Leading Your HR Function Through the Next Phase of Digital Transformation
If you have stepped into an airport lately, you may have run into something magical – a piano placed somewhere in the center. As passengers rush from gate to gate, a performer arrives, sits at the piano and starts playing. Suddenly, everyone stops what they are doing and pauses to listen to the beautiful performance unfolding in front of them. They slow down and reflect. The performer stands up to bow and the audience applauds. Life then goes on.
There is a symphony of HRIS and HR software happening that makes us pause and reflect: are you a performer or an observer of this seismic shift? More than ever, technology is changing the world of HR, enabling an organization’s transformation from labored, error-prone HR processes to more agile, productive and engaged HR systems.
Though these fundamental changes in HR are all enabled by digital tools, it would be a mistake to confuse technology with process. As Thomas Edison said, “vision without execution is hallucination.” These shifts, therefore, are a result of the evolving nature of work as well as employees’ and managements’ expectations from HR.
A Career or a Job?
Employees who joined the workforce since the Great Recession do not have the same expectations as previous generations. They are under the shadow of the gig economy, freelancing, flexible work arrangements, virtual teams and same-day pay. According to Forbes, in the next decade, 50% of U.S. workers will be gig workers. As an HR leader, have you prepared your workforce for this impending evolution? Can your current systems track such workers? Imagine a scenario where you wake up one day to an email from a CEO asking who your future leaders are, only to find an empty cupboard.
Run This Play
Establish a clear understanding of what your workforce profile looks like. Determine the kinds of employees you want to recruit and what attributes you desire. As an HR leader, you must manage both the impact to your organization and the needs of employees. Do you have the ability to give them what they seek and still stay anchored to your Executive team’s missions, vision and objectives? Consider deploying HR software and tools that allow employees to explore different roles within your company, almost like a portfolio of projects. Give them the ability to market and network internally. Encourage risk-taking and entrepreneurship. Foster an environment where innovation is encouraged. All of this requires close alignment with leadership, the ability to advocate and an understanding of what the emerging HR tools can do for you.

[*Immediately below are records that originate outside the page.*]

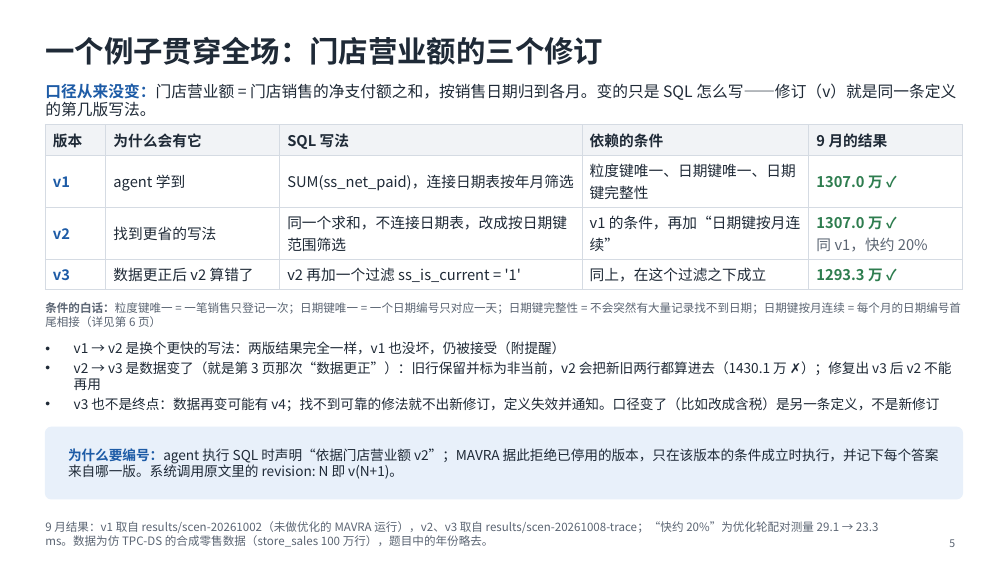
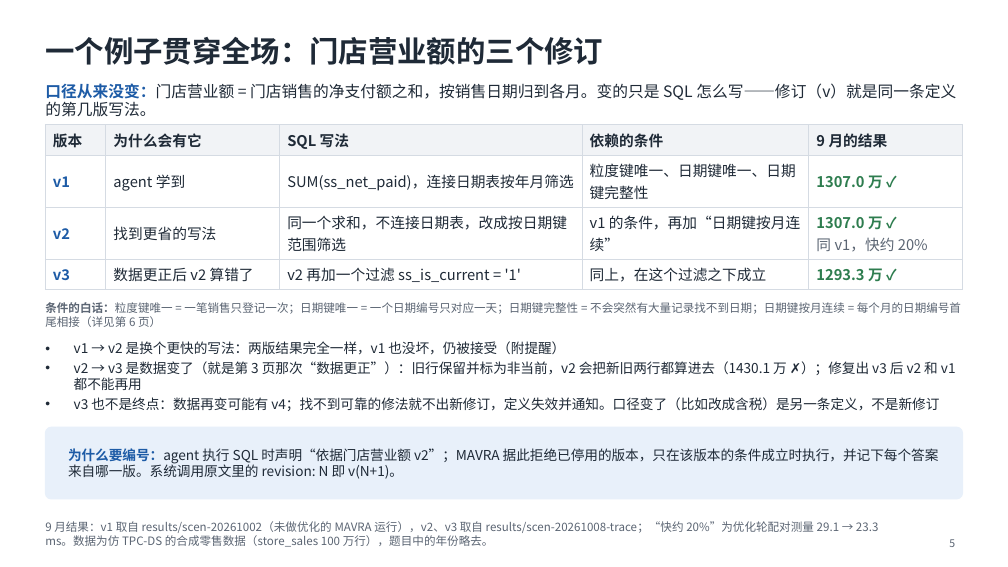
Before and after one commit to mmmttt000045/agent4db-adapter, a slide deck: slide 5 of docs/mavra-system.pptx. Drawn at 1008x567 pixels with LibreOffice and Linux fonts; fonts in the diff are those of the drawing. Boxes give left, top, right and bottom in pixels: in the first picture for what was removed or moved away, otherwise in the second. Text is boxed around its words. In the diff, an @@ line names an element or a change of style, - is before the commit and + after.

```diff
--- a/docs/mavra-system.pptx
+++ b/docs/mavra-system.pptx
@@ text at bbox=[74, 361, 956, 390]: text changed @@
-• v2 → v3 是数据变了（就是第 3 页那次“数据更正”）：旧行保留并标为非当前，v2 会把新旧两行都算进去（1430.1 万 ✗）；修复出 v3 后 v2 不能再用
+• v2 → v3 是数据变了（就是第 3 页那次“数据更正”）：旧行保留并标为非当前，v2 会把新旧两行都算进去（1430.1 万 ✗）；修复出 v3 后 v2 和 v1 都不能再用
```
Also in this commit, not shown: 2 other slides changed, 21 other files.

Curate and design a consistent employee experience, regardless of the “type” of employee.
What do employees want?
There’s a significant power shift occurring in today’s workplace from the employer to the employee. With low unemployment rates and the “world as their oyster,” employers are in fierce competition for talent. HR organizations must double down on positioning themselves as employers of choice. As such, there has never been a more vital time for HR professionals to drive change and create an experience that meets the expectations of the modern employee.
Unfortunately, many HR teams today are still too busy keeping the lights on and focusing on operational and transactional tasks such as administration and payroll. Yes – you cannot run a company effectively without core HR and payroll. But that is foundational. The continuing digitization of business processes enables their automation and frees capacity so HR can focus on being less transactional and more value driven. The expectations from HR are moving faster than their ability to deliver, and now more than ever is there emphasis on employee engagement, experience and voice.
Run This Play
There are two dimensions to consider: what do you expect from employees and what do they expect from the organization?

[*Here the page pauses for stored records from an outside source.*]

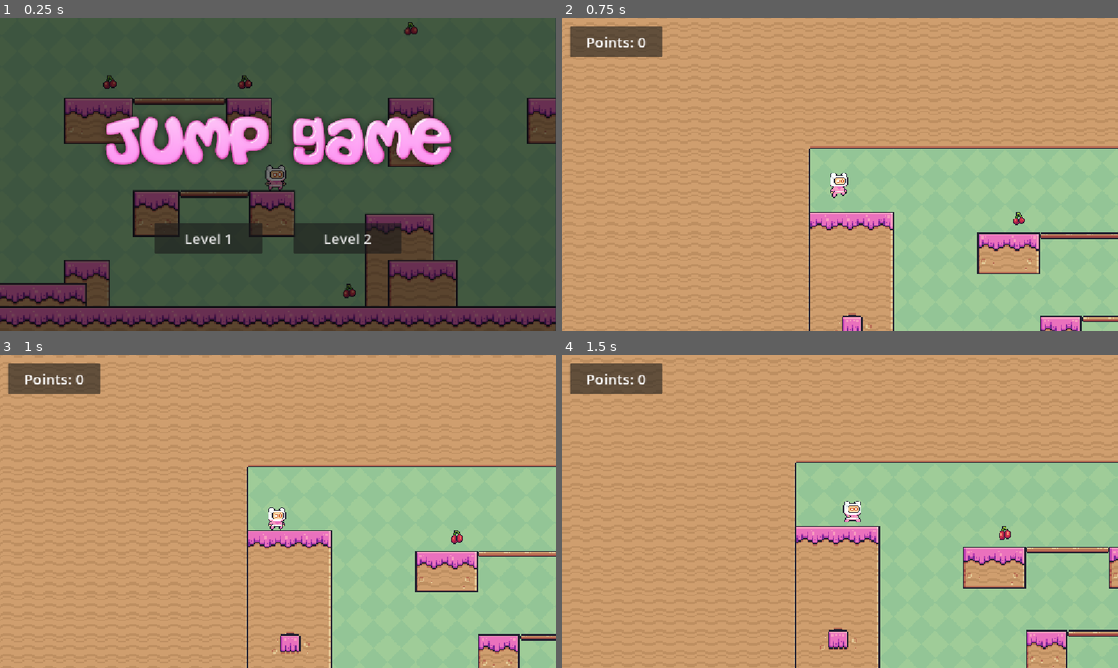
Above: before the commit, frames 1-4 (two rows, left to right).
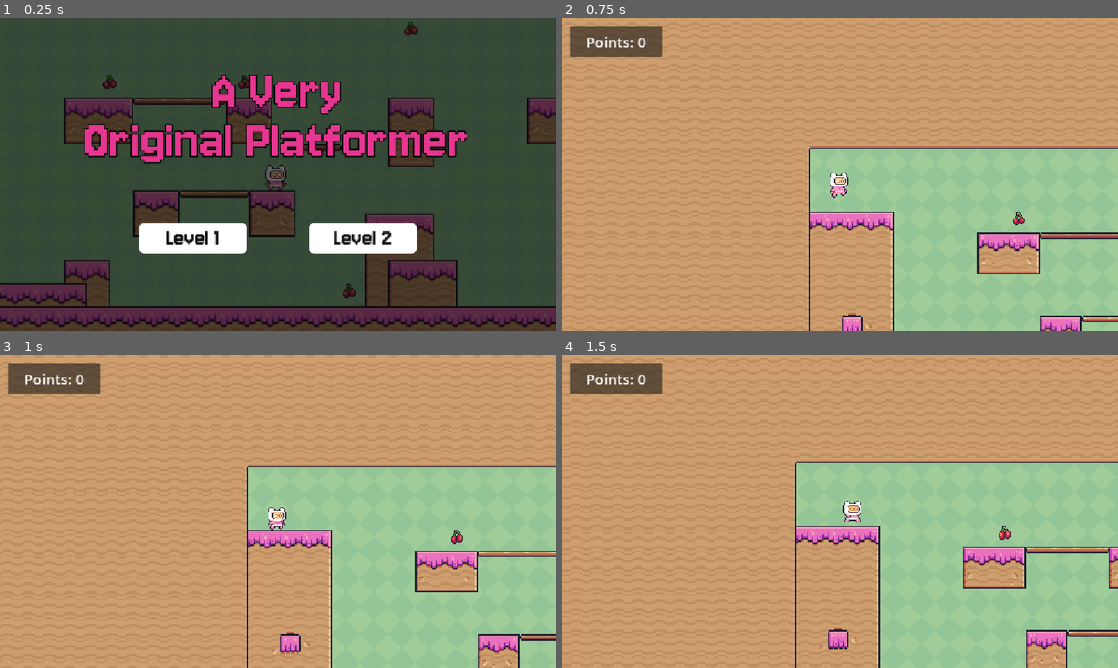
Above: after the commit, the same moments.

Repository: hanazzz/2d-platformer-game
Game: Godot game, scene res://scenes/main_menu.tscn
Two runs of this game, one before a commit and one after it. Both use one fixed random seed, a clock stepped at 60 frames per second and the inputs below.
Inputs:
- Up to frame 1 (0.25 s): no input
- Up to frame 2 (0.75 s): click "Level 1" at 0.5 s
- Up to frame 3 (1 s): no input
- Up to frame 4 (1.5 s): hold Right (right) from 1.28 s (still down)

The runs differ from the first frame. In frame 1, 13% of the frame differs, in the area x 15-85%, y 18-76%; in frame 2, nothing differs; in frame 3, nothing differs; in frame 4, nothing differs.

Commit message:
Style main menu buttons + add font file

Diff:
--- a/scenes/main_menu.tscn
+++ b/scenes/main_menu.tscn
@@ -1,12 +1,55 @@
-[gd_scene load_steps=5 format=3 uid="uid://rukhcfl4rwli"]
+[gd_scene load_steps=12 format=3 uid="uid://rukhcfl4rwli"]
 
 [ext_resource type="Script" uid="uid://6382eyvu3rmh" path="res://scenes/main_menu.gd" id="1_bqqt6"]
 [ext_resource type="Texture2D" uid="uid://capthhebhmoqf" path="res://game_logo.png" id="2_bqqt6"]
 [ext_resource type="Texture2D" uid="uid://bk737hwrium3" path="res://bg_main_menu.png" id="2_wu84c"]
+[ext_resource type="FontFile" uid="uid://bn0212nw3j40m" path="res://Jersey10-Regular.ttf" id="4_wu84c"]
 
 [sub_resource type="StyleBoxTexture" id="StyleBoxTexture_8ln24"]
 texture = ExtResource("2_wu84c")
-modulate_color = Color(0.4506483, 0.45064825, 0.4506485, 1)
+modulate_color = Color(0.38170326, 0.38170323, 0.38170326, 1)
+
+[sub_resource type="StyleBoxFlat" id="StyleBoxFlat_tbmy8"]
+bg_color = Color(1, 1, 1, 1)
+corner_radius_top_left = 12
+corner_radius_top_right = 12
+corner_radius_bottom_right = 12
+corner_radius_bottom_left = 12
+
+[sub_resource type="StyleBoxFlat" id="StyleBoxFlat_jk1qb"]
+bg_color = Color(0.09620472, 0.09620475, 0.09620469, 1)
+corner_radius_top_left = 12
+corner_radius_top_right = 12
+corner_radius_bottom_right = 12
+corner_radius_bottom_left = 12
+
+[sub_resource type="StyleBoxFlat" id="StyleBoxFlat_wu84c"]
+bg_color = Color(0.2231029, 0.2231029, 0.22310278, 1)
+corner_radius_top_left = 12
+corner_radius_top_right = 12
+corner_radius_bottom_right = 12
+corner_radius_bottom_left = 12
+
+[sub_resource type="StyleBoxFlat" id="StyleBoxFlat_8ln24"]
+bg_color = Color(1, 1, 1, 1)
+corner_radius_top_left = 12
+corner_radius_top_right = 12
+corner_radius_bottom_right = 12
+corner_radius_bottom_left = 12
+
+[sub_resource type="StyleBoxFlat" id="StyleBoxFlat_rtw2f"]
+bg_color = Color(0.09803922, 0.09803922, 0.09803922, 1)
+corner_radius_top_left = 12
+corner_radius_top_right = 12
+corner_radius_bottom_right = 12
+corner_radius_bottom_left = 12
+
+[sub_resource type="StyleBoxFlat" id="StyleBoxFlat_oa1go"]
+bg_color = Color(0.22352941, 0.22352941, 0.22352941, 1)
+corner_radius_top_left = 12
+corner_radius_top_right = 12
+corner_radius_bottom_right = 12
+corner_radius_bottom_left = 12
 
 [node name="MainMenu" type="Node"]
 script = ExtResource("1_bqqt6")
@@ -20,6 +63,7 @@
 theme_override_styles/panel = SubResource("StyleBoxTexture_8ln24")
 
 [node name="GameLogo" type="TextureRect" parent="."]
+visible = false
 anchors_preset = 8
 anchor_left = 0.5
 anchor_top = 0.5
@@ -39,13 +83,18 @@
 anchor_top = 0.5
 anchor_right = 0.5
 anchor_bottom = 0.5
-offset_left = -256.0
+offset_left = -288.0
 offset_top = 100.0
-offset_right = -32.0
+offset_right = -64.0
 offset_bottom = 164.0
 grow_horizontal = 2
 grow_vertical = 2
-theme_override_font_sizes/font_size = 30
+theme_override_colors/font_color = Color(0.038397297, 0.03839711, 0.038397152, 1)
+theme_override_fonts/font = ExtResource("4_wu84c")
+theme_override_font_sizes/font_size = 50
+theme_override_styles/normal = SubResource("StyleBoxFlat_tbmy8")
+theme_override_styles/pressed = SubResource("StyleBoxFlat_jk1qb")
+theme_override_styles/hover = SubResource("StyleBoxFlat_wu84c")
 text = "Level 1"
 
 [node name="Level2" type="Button" parent="."]
@@ -54,14 +103,36 @@
 anchor_top = 0.5
 anchor_right = 0.5
 anchor_bottom = 0.5
-offset_left = 32.0
+offset_left = 64.0
 offset_top = 100.0
-offset_right = 256.0
+offset_right = 288.0
 offset_bottom = 164.0
 grow_horizontal = 2
 grow_vertical = 2
-theme_override_font_sizes/font_size = 30
+theme_override_colors/font_color = Color(0.08856013, 0.088559814, 0.08855989, 1)
+theme_override_fonts/font = ExtResource("4_wu84c")
+theme_override_font_sizes/font_size = 50
+theme_override_styles/normal = SubResource("StyleBoxFlat_8ln24")
+theme_override_styles/pressed = SubResource("StyleBoxFlat_rtw2f")
+theme_override_styles/hover = SubResource("StyleBoxFlat_oa1go")
 text = "Level 2"
+
+[node name="Label" type="Label" parent="."]
+texture_filter = 1
+offset_left = 160.0
+offset_top = 87.0
+offset_right = 992.0
+offset_bottom = 319.0
+theme_override_colors/font_color = Color(0.9019608, 0.21176471, 0.5647059, 1)
+theme_override_colors/font_outline_color = Color(0, 0, 0, 1)
+theme_override_constants/line_spacing = -28
+theme_override_constants/outline_size = 10
+theme_override_fonts/font = ExtResource("4_wu84c")
+theme_override_font_sizes/font_size = 120
+text = "A Very
+Original Platformer"
+horizontal_alignment = 1
+vertical_alignment = 1
 
 [connection signal="pressed" from="Level1" to="." method="_on_level_1_pressed"]
 [connection signal="pressed" from="Level2" to="." method="_on_level_2_pressed"]
Binary file added: Jersey10-Regular.ttf
Not shown, added: Jersey10-Regular.ttf.import

Look at team work. How can you foster cross-functional opportunities for collaboration? Reconsider the nature of assignments in which all workers have two roles – their individual job and their team job. How can you bring together talented people into teams and bring the best of their capabilities to the forefront? How can you invest in your people by helping them to develop leadership, communication and presentation skills? In the past, large ERP deployments often were training grounds for future leaders. Today, those projects have become increasingly rare as we’ve taken a best-of-breed approach to technology, even though collaboration, system thinking and “learning to learn” matter more than ever.
In terms of what your management team expects from HR, understand the competitive environment. HR must transition from “nuts and bolts” to vanguards of experience. How can you encourage employees to bring out the best of themselves to work? Have you thought about wellbeing? Have you captured the core competencies that enable success in your company? If your CEO asks for a digital transformation strategy, how will that encompass HR’s perspective on artificial intelligence and bots? Can HR help automate “the typical” and focus on the “transformative?” Gone are the days when HR could simply call IT to resolve anything technology related, for they must now know the basics of IT. HR must also modernize their benefits offerings to align with employee needs (yes, this includes pet insurance).
The workplace of the future will be vastly different than the one we are in today. With the onslaught of new HR tools (virtualization, access to computing power, social media) and changes in macro-economic trends (breakdown of traditional power structures, distrust of authority, constant social sharing), the HR department must be ready to finance technology that embraces disruption, breaks down silos and champions idea-sharing within your organization. Only then can you harness a culture in which data insights influence business decisions. Only then does the real symphony begin.